Which testing method is most important?

HPLC is the non-negotiable minimum — it measures purity. LC-MS is the next step up because it confirms you actually have the peptide you expected, not a similar compound that elutes at the same retention time. FTIR and CLND add structural and content information respectively. In order of marginal value: HPLC (essential) → LC-MS (high) → CLND (meaningful for accurate dosing by weight) → FTIR (catches a narrow class of post-synthesis defects).

Why does CLND change the picture?

CLND measures actual peptide content in the vial — grams of peptide per gram of sample. HPLC purity is a ratio: what percentage of the chromatographic peaks is the target peptide. A vial can be 99% pure by HPLC (target peptide dominates the peaks) and only 70% peptide by CLND (residual water, salts, counter-ions making up the rest). If you dose by weight, CLND is the number that tells you how much peptide you're actually working with.

Can FTIR alone tell me a peptide is good?

No.
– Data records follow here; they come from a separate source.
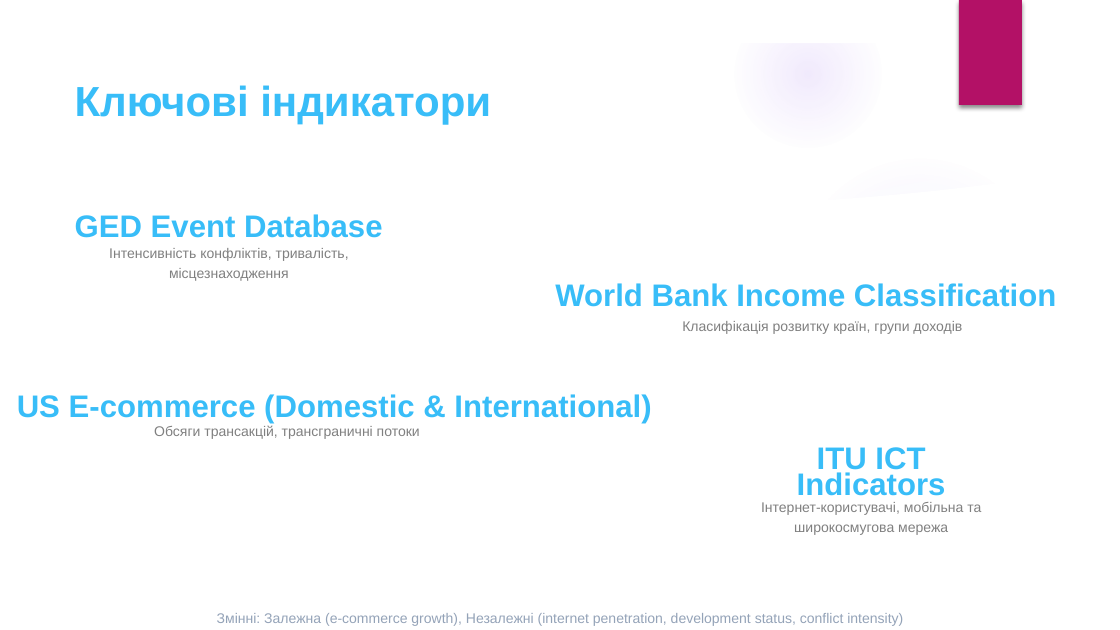
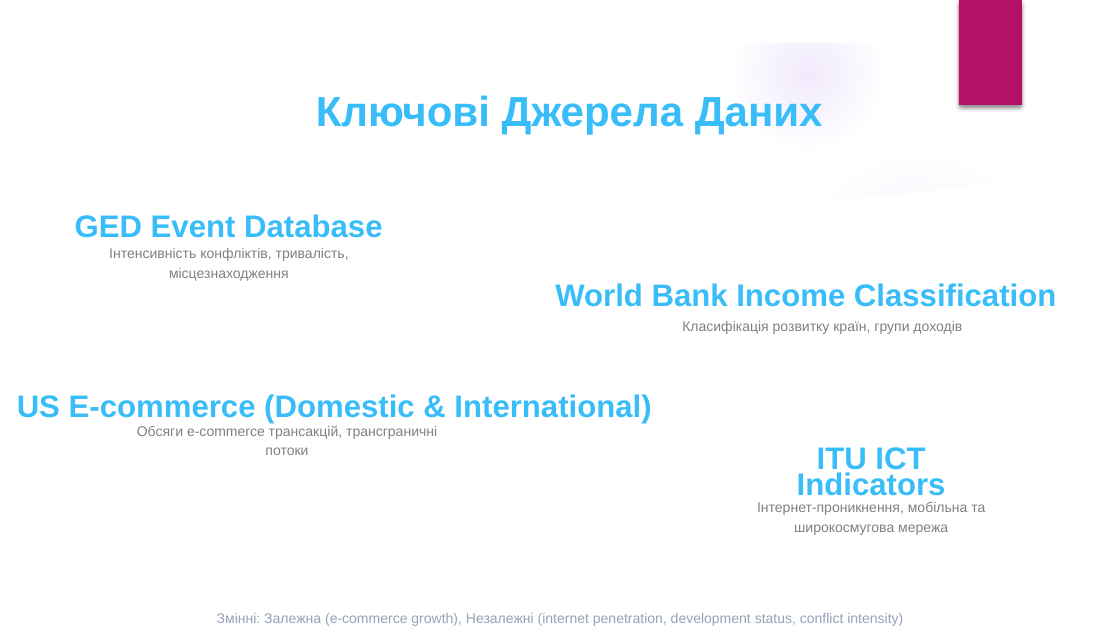
Before and after one commit to Anti4ris98/Master_Research, a slide deck: slide 5 of E-commerce Resilience Defense.pptx. Drawn at 1120x630 pixels with LibreOffice and Linux fonts; fonts in the diff are those of the drawing; background and template pictures are left out. Boxes give left, top, right and bottom in pixels: in the first picture for what was removed or moved away, otherwise in the second. Text is boxed around its words. In the diff, an @@ line names an element or a change of style, - is before the commit and + after.

```diff
--- a/E-commerce Resilience Defense.pptx
+++ b/E-commerce Resilience Defense.pptx
@@ text at box(316, 95, 823, 135): text changed @@
-Ключові індикатори
+Ключові Джерела Даних
@@ text at box(137, 425, 437, 455): text changed @@
-Обсяги трансакцій, трансграничні потоки
+Обсяги e-commerce трансакцій, трансграничні потоки
@@ text at box(757, 502, 985, 535): text changed @@
-Інтернет-користувачі, мобільна та широкосмугова мережа
+Інтернет-проникнення, мобільна та широкосмугова мережа
```
Also in this commit, not shown: 7 other slides changed.

FTIR confirms structural integrity but doesn't tell you purity or identity — a pure-but-wrong peptide can have a valid FTIR signature. FTIR is useful as one of several confirmatory methods, not as a standalone test.

What if my vendor only reports HPLC?

HPLC alone is acceptable for most research use cases, especially for well-characterised peptides from established vendors. The risk with HPLC-only: a contaminant that co-elutes with the target would be missed. LC-MS adds mass confirmation that catches that scenario. If the peptide is expensive or the experiment is dose-sensitive, the LC-MS upgrade is worth paying for.

Is an independent lab always better than in-house?

Independent is almost always stronger signal. Janoshik Analytical (Czech Republic) is the community-standard independent lab for research peptides. An in-house COA is not worthless — it's often the same analytical equipment run by trained staff — but the operator has an incentive to round up, and you as buyer have no way to verify that didn't happen. Independent reports remove the incentive conflict.